I started crying a little. This apparently told him to pursue it and he kept talking to me. When I had my list of regrets or guilts out, he told me he was going to apply some more, punish me for these things. He warned me he was going to be more generous with it this time and really rub it in. (as a side note, he isn't punishing me for whatever I'm feeling bad about doing/not doing. he is punishing me for holding onto them, not forgiving myself and letting it go.
it's a subtle distinction, but an extremely important one. ) True to his word he slathered on a huge gob and rubbed it in hard. This time it really burned and I squirmed and cried in earnest. He talked to me while rubbing it in and got more at least one more time. He rubbed hard, it would have been uncomfortable even without the icee hot. The icee hot made it agony.

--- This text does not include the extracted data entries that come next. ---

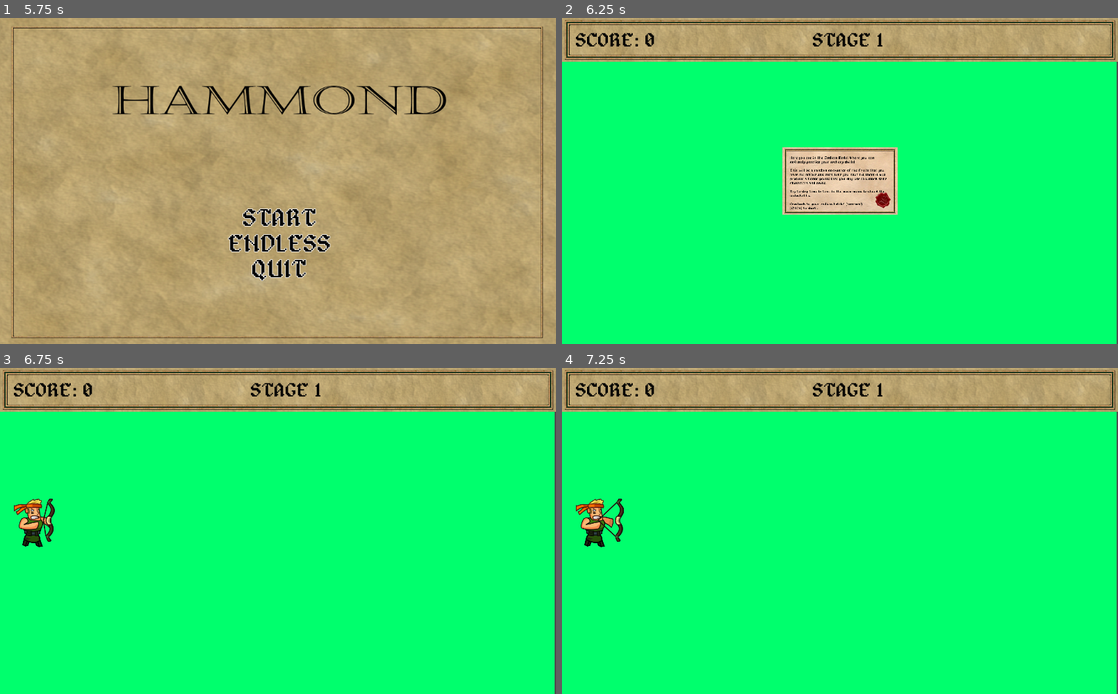
Above: before the commit, frames 1-4 (two rows, left to right).
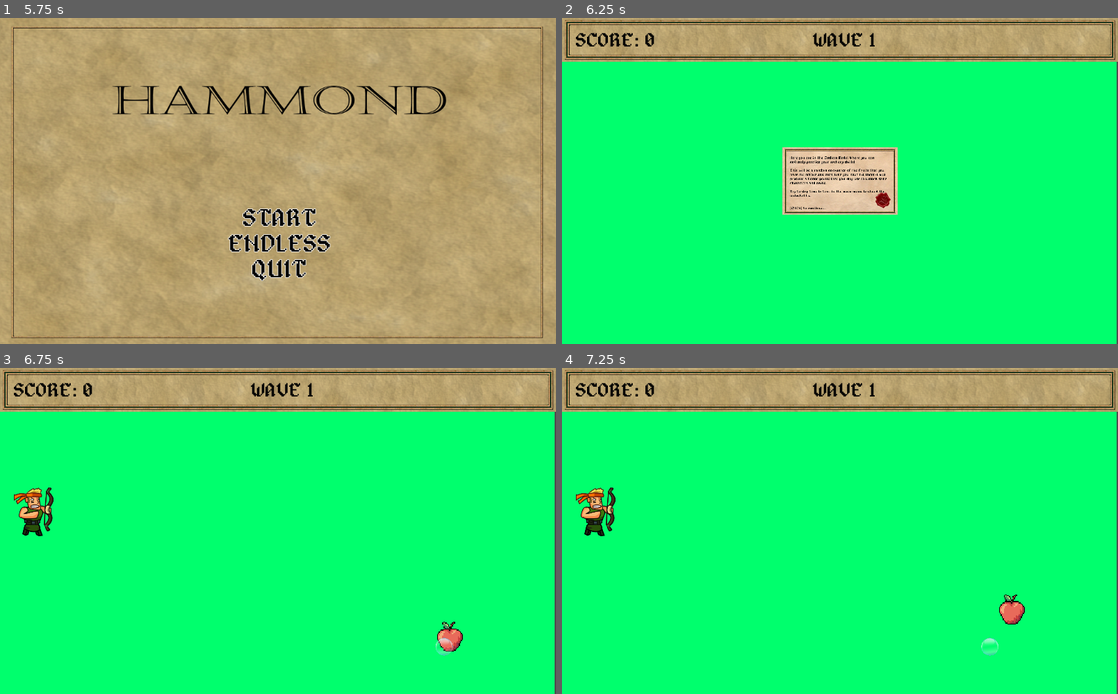
Above: after the commit, the same moments.

Repository: lpancho/ArrowMan
Game: Godot game, scene res://scenes/menu/MainMenu.tscn
Two runs of this game, one before a commit and one after it. Both use one fixed random seed, a clock stepped at 60 frames per second and the inputs below.
Inputs (mouse positions are in pixels of both pictures, inside the frame that each line leads up to):
- Up to frame 1 (5.75 s): tap Enter at 0.5, 2, 3.5 s; move the mouse to (400, 164) at 0.52 s; hold Space (ui_select) 0.53-1.28 s; move the mouse to (166, 197) at 1.27 s; tap Space (ui_select) at 1.35, 1.52, 1.82, 2.85, 3.02, 3.32, 4.35, 4.52, 4.82 s; move the mouse to (333, 109) at 2.02 s; hold Space (ui_select) 2.03-2.78 s; move the mouse to (250, 246) at 2.77 s; move the mouse to (444, 229) at 3.52 s; hold Space (ui_select) 3.53-4.28 s; move the mouse to (111, 132) at 4.27 s; move the mouse to (305, 181) at 5.02 s; hold Space (ui_select) from 5.03 s (still down)
- Up to frame 2 (6.25 s): move the mouse to (756, 99) at 5.77 s; release Space (ui_select) at 5.78 s; tap Space (ui_select) at 5.85, 6.02 s
- Up to frame 3 (6.75 s): tap Space (ui_select) at 6.32 s; move the mouse to (400, 514) at 6.52 s; hold Space (ui_select) from 6.53 s (still down)
- Up to frame 4 (7.25 s): keep holding Space (ui_select)

Frame 1 is identical in both runs. In frame 2, 0.4% of the frame differs, in the area x 41-58%, y 4-59%; in frame 3, 1.5%; in frame 4, 1.6%, in the area x 2-84%, y 4-89%.

Commit message:
Fixed fruit spawining

Diff:
--- a/scenes/menu/MainMenu.tscn
+++ b/scenes/menu/MainMenu.tscn
@@ -43,7 +43,6 @@
 shape = SubResource( 2 )
 
 [node name="Endless" type="Label" parent="VBoxContainer"]
-editor/display_folded = true
 margin_top = 47.0
 margin_right = 188.0
 margin_bottom = 90.0
--- a/scripts/EndlessStage.gd
+++ b/scripts/EndlessStage.gd
@@ -4,13 +4,36 @@
 var playerScene = null
 var player = null
 
+var spawnerScene = null
+var spawners = Array()
+
+var max_spawn = 2
+var spawn_count = 0
+
 # onready variables
-onready var enemy_container = $Enemy_Container
+onready var fruit_container = $Enemy_Container
 var current_scene = "EndlessStage"
+
+# Spawner Position
+enum position_type {top, bottom, right}
+# Fruit list
+var possible_fruits_to_create = 1
+var fruits_scn = [
+	"res://scenes/fruits/Apple.tscn",
+	"res://scenes/fruits/Banana.tscn",
+	"res://scenes/fruits/Cherry.tscn",
+	"res://scenes/fruits/Grapes.tscn",
+	"res://scenes/fruits/Kiwi.tscn",
+	"res://scenes/fruits/Pineapple.tscn",
+	"res://scenes/fruits/Strawberry.tscn",
+	"res://scenes/fruits/Unripe_Grapes.tscn"
+];
 
 # Called when the node enters the scene tree for the first time.
 func _ready():
+	spawnerScene = load("res://scenes/misc/Spawner.tscn")
 	playerScene = load("res://scenes/characters/Hammond.tscn")
+	get_tree().get_root().get_node(current_scene + "/GUI").update_endless_stage()
 	$ChallengePanel.show_endless_mode_message()
 	set_process(false)
 	pass
@@ -22,37 +45,62 @@
 		# checks if there are active arrows in the screen
 		var is_there_an_active_arrow = get_tree().get_nodes_in_group("Arrows").size() == 0
 
-		# GAME OVER
+		# MOVE TO NEXT WAVE
 		# player is playing
-		# player have 0 arrows
+		# player no enemies in the screen
 		# no moving arrows in the screen
-		if player.state == "PLAYING" && globals.get_arrows() == 0 && is_there_an_active_arrow:
-			# remove player
-			player.queue_free()
-			player = null
+		if player.state == "PLAYING" && spawn_count == max_spawn && fruit_container.get_child_count() == 0 && is_there_an_active_arrow:
+			# show game over message
+			globals.set_wave(globals.get_wave() + 1)
+			get_tree().get_root().get_node(current_scene + "/GUI").update_endless_stage()
 
-			# remove enemies
-			for enemy in enemy_container.get_children():
-				enemy.queue_free()
+			var current_wave = globals.get_wave()
+			if current_wave < 10:
+				AddFruitSpawner()
+				# Adjust max spawn every new wave
+				max_spawn = max_spawn + int(max_spawn * 1.5)
+				prints("max_spawn", max_spawn)
+				prints("current_wave", current_wave)
 
-			# show game over message
-			$ChallengePanel.show_game_over_message()
+				# Add new fruit to the list when wave count is divisible by 3
+				if possible_fruits_to_create != fruits_scn.size() && current_wave % 3 == 0:
+					possible_fruits_to_create += 1
 	pass
 
 func _on_ChallengePanel_start_game():
+	AddPlayerToScene()
+	AddFruitSpawner()
+
 	set_process(true)
-	AddPlayerToScene(false)
 	pass
 
 # ADD PLAYER TO THE SCENE
-func AddPlayerToScene(isGoldenArrowActivated):
+func AddPlayerToScene():
 	player = playerScene.instance()
 	player.position = Vector2(player.position.x + 60, player.position.y + 250)
-	player.isGoldenArrowActivated = isGoldenArrowActivated
 	player.enable_process(false)
 	player.state = "PLAYING"
 	player.current_scene = current_scene
 	self.add_child(player)
+	pass
+
+# ADD SPAWNER TO THE SCENE
+func AddFruitSpawner():
+	var spawnerObject = spawnerScene.instance()
+	spawnerObject.connect("create_fruit", self, "on_create_random_fruit")
+	$Spawners.add_child(spawnerObject)
+
+func on_create_random_fruit(spawner_type, spawner_position):
+	randomize()
+	var fruit = load(fruits_scn[randi() % possible_fruits_to_create]).instance()
+	fruit.position = spawner_position
+	fruit.is_endless_mode = true
+	if spawner_type == position_type.right:
+		fruit.is_vertical = false
+	elif spawner_type == position_type.top:
+		fruit.speed = fruit.speed * -1
+	spawn_count += 1
+	fruit_container.add_child(fruit)
 	pass
 
 # TESTING PURPOSES
@@ -69,64 +117,64 @@
 
 	if (selected == 0):
 		enemy_generator.GenerateRandomPositionEnemy(
-		enemy_container, fruitScene, fruitName, 10, 400, 1000, 300, 500, 1, false)
+		fruit_container, fruitScene, fruitName, 10, 400, 1000, 300, 500, 1, false)
 	elif (selected == 1):
 		enemy_generator.GenerateHorizontalPositionEnemy(
-		enemy_container, fruitScene, fruitName, 10, 500, 300, 1, false)
+		fruit_container, fruitScene, fruitName, 10, 500, 300, 1, false)
 		pass
 	elif (selected == 2):
 		enemy_generator.GenerateVerticalPositionEnemy(
-		enemy_container, fruitScene, fruitName, 10, 500, 200, 1, false)
+		fruit_container, fruitScene, fruitName, 10, 500, 200, 1, false)
 		pass
 	elif (selected == 3):
 		enemy_generator.GenerateDiagonalPositionEnemy(
-		enemy_container, fruitScene, fruitName, 10, 300, 150, "\\", 1, false)
+		fruit_container, fruitScene, fruitName, 10, 300, 150, "\\", 1, false)
 		pass
 	elif (selected == 4):
 		enemy_generator.GenerateDiagonalPositionEnemy(
-		enemy_container, fruitScene, fruitName, 10, 900, 150, "/", 1, false)
+		fruit_container, fruitScene, fruitName, 10, 900, 150, "/", 1, false)
 		pass
 	elif (selected == 5):
 		enemy_generator.GenerateRandomPositionEnemy(
-		enemy_container, fruitScene, fruitName, 10, 400, 1000, 300, 500, 1, true)
+		fruit_container, fruitScene, fruitName, 10, 400, 1000, 300, 500, 1, true)
 	elif (selected == 6):
 		enemy_generator.GenerateHorizontalPositionEnemy(
-		enemy_container, fruitScene, fruitName, 10, 500, 300, 1, true)
+		fruit_container, fruitScene, fruitName, 10, 500, 300, 1, true)
 		pass
 	elif (selected == 7):
 		enemy_generator.GenerateVerticalPositionEnemy(
-		enemy_container, fruitScene, fruitName, 10, 500, 200, 1, true)
+		fruit_container, fruitScene, fruitName, 10, 500, 200, 1, true)
 		pass
 	elif (selected == 8):
 		enemy_generator.GenerateDiagonalPositionEnemy(
-		enemy_container, fruitScene, fruitName, 10, 300, 150, "\\", 1, true)
+		fruit_container, fruitScene, fruitName, 10, 300, 150, "\\", 1, true)
 		pass
 	elif (selected == 9):
 		enemy_generator.GenerateDiagonalPositionEnemy(
-		enemy_container, fruitScene, fruitName, 10, 900, 150, "/", 1, true)
+		fruit_container, fruitScene, fruitName, 10, 900, 150, "/", 1, true)
 		pass
 	elif (selected == 10):
 		enemy_generator.GenerateRandomPositionEnemy(
-		enemy_container, fruitScene, fruitName, 10, 400, 1000, 300, 500, -1, false)
+		fruit_container, fruitScene, fruitName, 10, 400, 1000, 300, 500, -1, false)
 	elif (selected == 11):
 		enemy_generator.GenerateHorizontalPositionEnemy(
-		enemy_container, fruitScene, fruitName, 10, 500, 300, -1, false)
+		fruit_container, fruitScene, fruitName, 10, 500, 300, -1, false)
 		pass
 	elif (selected == 12):
 		enemy_generator.GenerateVerticalPositionEnemy(
-		enemy_container, fruitScene, fruitName, 10, 500, 200, -1, false)
+		fruit_container, fruitScene, fruitName, 10, 500, 200, -1, false)
 		pass
 	elif (selected == 13):
 		enemy_generator.GenerateDiagonalPositionEnemy(
-		enemy_container, fruitScene, fruitName, 10, 300, 150, "\\", -1, false)
+		fruit_container, fruitScene, fruitName, 10, 300, 150, "\\", -1, false)
 		pass
 	elif (selected == 14):
 		enemy_generator.GenerateDiagonalPositionEnemy(
-		enemy_container, fruitScene, fruitName, 10, 900, 150, "/", -1, false)
+		fruit_container, fruitScene, fruitName, 10, 900, 150, "/", -1, false)
 		pass
 	elif (selected == 15):
 		enemy_generator.GenerateRandomPositionHorizontalMovementEnemy(
-		enemy_container, fruitScene, fruitName, 10, 1024, 3000, 100, 500, 1, false)
+		fruit_container, fruitScene, fruitName, 10, 1024, 3000, 100, 500, 1, false)
 		pass
 	print(selected)
 	pass # Replace with function body.
--- a/scripts/Spawner.gd
+++ b/scripts/Spawner.gd
@@ -1,8 +1,8 @@
 extends Position2D
 
 # Spawner details
-enum positions {top, bottom, right}
-export var current_position = positions.right
+enum position_type {top, bottom, right}
+var current_position = position_type.right
 
 # random range
 # rand value = 0 to min + offset
@@ -24,43 +24,47 @@
 # Screen view
 var max_view_x = 0
 var max_view_y = 0
+var bound = 100
 
-# List of fruits
-var fruits_scn = [
-	"res://scenes/fruits/Apple.tscn",
-	"res://scenes/fruits/Banana.tscn",
-	"res://scenes/fruits/Cherry.tscn",
-	"res://scenes/fruits/Grapes.tscn",
-	"res://scenes/fruits/Kiwi.tscn",
-	"res://scenes/fruits/Pineapple.tscn",
-	"res://scenes/fruits/Strawberry.tscn",
-	"res://scenes/fruits/Unripe_Grapes.tscn"
-];
+signal create_fruit
 
 func _ready():
+	randomize()
 	max_view_x = get_viewport().size.x
 	max_view_y = get_viewport().size.y
+
+	current_position = randi() % position_type.size()
+	match current_position:
+		0: # TOP
+			position.x = randi() % int(get_viewport().size.x) + bound
+			position.y = randi() % bound
+		1: # BOTTOM
+			position.x = randi() % int(get_viewport().size.x) + bound
+			position.y = randi() % bound + int(get_viewport().size.y)
+		2: # RIGHT
+			position.x = randi() % bound + int(get_viewport().size.x)
+			position.y = randi() % (int(get_viewport().size.y)-bound) + bound
 
 func _process(delta):
 
 	# spawner movements
 	if !is_random_movement:
-		if current_position == positions.right:
-			if position.y + pixel_bounds + movement > max_view_y:
+		if current_position == position_type.right:
+			if position.y + bound + pixel_bounds + movement > max_view_y:
 				direction = -1
-			elif position.y - pixel_bounds - movement < 0:
+			elif position.y - bound - pixel_bounds - movement < 0:
 				direction = 1
 
 			position.y = position.y + (movement * direction)
-		elif current_position == positions.top || current_position == positions.bottom:
-			if position.x + pixel_bounds + movement > max_view_x:
+		elif current_position == position_type.top || current_position == position_type.bottom:
+			if position.x + bound + pixel_bounds + movement > max_view_x:
 				direction = -1
-			elif position.x - pixel_bounds - movement < 0:
+			elif position.x - bound - pixel_bounds - movement < 0:
 				direction = 1
 
 			position.x = position.x + (movement * direction)
 	else:
-		if current_position == positions.right:
+		if current_position == position_type.right:
 			position.y = randi() % int(get_viewport().size.y)
 		else:
 			position.x = randi() % int(get_viewport().size.x) + 200
@@ -68,20 +72,10 @@
 
 	# spawning
 	if current_spawn_time == spawn_time_range.max:
-		create_random_fruit()
-		current_spawn_time = randi()%spawn_time_range.min + spawn_time_range.offset
+		var s_count = get_node("/root/EndlessStage").spawn_count
+		var m_count = get_node("/root/EndlessStage").max_spawn
+		if s_count != m_count:
+			emit_signal("create_fruit", current_position, position)
+			current_spawn_time = randi()%spawn_time_range.min + spawn_time_range.offset
 	else:
 		current_spawn_time += 1
-
-func create_random_fruit():
-	randomize()
-	var fruit = load(fruits_scn[randi() % fruits_scn.size()]).instance()
-	fruit.position = position
-	fruit.is_endless_mode = true
-	if current_position == positions.right:
-		fruit.is_vertical = false
-	elif current_position == positions.top:
-		fruit.speed = fruit.speed * -1
-
-	get_node("/root/EndlessStage").add_child(fruit)
-	pass
--- a/scripts/base/character.gd
+++ b/scripts/base/character.gd
@@ -44,30 +44,37 @@
 				&& $Bow/AnimatedSprite.frame == MAX_PULL_FRAME
 				&& globals.get_arrows() != 0):
 
-			var isDivisibleBy5 = (arrowFiredCounter + 1) % 5 == 0
-			if (isGoldenArrowActivated && isDivisibleBy5):
-				randomize()
-				var arrow = goldenArrowObj.instance()
-				arrow.position = self.bow.global_position
-				self.get_parent().add_child(arrow)
+			if current_scene == "Stage":
+				var isDivisibleBy5 = (arrowFiredCounter + 1) % 5 == 0
+				if (isGoldenArrowActivated && isDivisibleBy5):
+					randomize()
+					var arrow = goldenArrowObj.instance()
+					arrow.position = self.bow.global_position
+					self.get_parent().add_child(arrow)
 
-				for i in range(8):
-					arrow = goldenArrowObj.instance()
-					arrow.position = Vector2(self.bow.global_position.x, rand_range(100, 550))
+					for i in range(8):
+						arrow = goldenArrowObj.instance()
+						arrow.position = Vector2(self.bow.global_position.x, rand_range(100, 550))
+						self.get_parent().add_child(arrow)
+				else:
+					var arrow = arrowObj.instance()
+					arrow.add_to_group("Arrows")
+					arrow.position = self.bow.global_position
 					self.get_parent().add_child(arrow)
-			else:
+
+				arrowFiredCounter += 1
+				if (state != "MENU"):
+					get_tree().get_root().get_node(current_scene + "/GUI").remove_arrow()
+			elif current_scene == "EndlessStage":
 				var arrow = arrowObj.instance()
 				arrow.add_to_group("Arrows")
 				arrow.position = self.bow.global_position
 				self.get_parent().add_child(arrow)
-
-				arrow = arrowObj.instance()
+			elif state == "MENU":
+				var arrow = arrowObj.instance()
+				arrow.add_to_group("Arrows")
 				arrow.position = self.bow.global_position
 				self.get_parent().add_child(arrow)
-
-			arrowFiredCounter += 1
-			if (state != "MENU"):
-				get_tree().get_root().get_node(current_scene + "/GUI").remove_arrow()
 
 			$Bow/AnimatedSprite.animation = "steady"
 		elif !event.is_pressed():
--- a/scripts/globals/constants.gd
+++ b/scripts/globals/constants.gd
@@ -260,5 +260,6 @@
 	]
 
 var endless_mode_message = [
-	"Here you are in the Endless Mode! Where you can endlessly  …(256 unchanged characters)…  main menu to check the unlockables.\n\nGoodluck to your endless battle! (sarcasm)\n[CLICK] to start..."
-	]
+	"Here you are in the Endless Mode! Where you can endlessly  …(256 unchanged characters)…  main menu to check the unlockables.\n\n\n[CLICK] to continue...",
+	"As the level progress, there will be more and more fruits to hit. Also there will be a time that you need to upgrade your arrow or change character in order to get more points.\n\nOne thing to remember is that, you must not collied with any of the fruit in the screen.\n\nGoodluck to your endless battle! (sarcasm)\n\n\n\n[CLICK] to start..."
+	]

At some point, I let go. Accepted the pain and the absolution it offered me. And flew. I was deep into subspace and asked for more through my tears. I even asked him to put his fingers inside me. I really cried when he did, but my sobs were a mixture of pleasure and pain.
I undulated my hips, raising my pussy and abused clit for more. I was sore, super sensitive. And flying high. Dom brought out a little egg toy and buzzed my poor clit, wringing another small orgasm from me. He released me and held me for a bit, petting me and loving me. When I finally got up to use the bathroom he warned me not to wash it away with water as long as it still tingled.
For once I listened to him and merely wiped as much away with toilet paper as I could. I crashed into bed shortly after and slept late Sunday. I already told about Sunday night's spanking so I won't go into that again or the rough afternoon we had. Dom told me, after reading my post about Monday, that he didn't give me the collar to help me or push me over my hurdles. He said he did it because he felt I was ready and because he trusted me to make the commitment. Pretty humbling.
That seems like a good place to stop for now.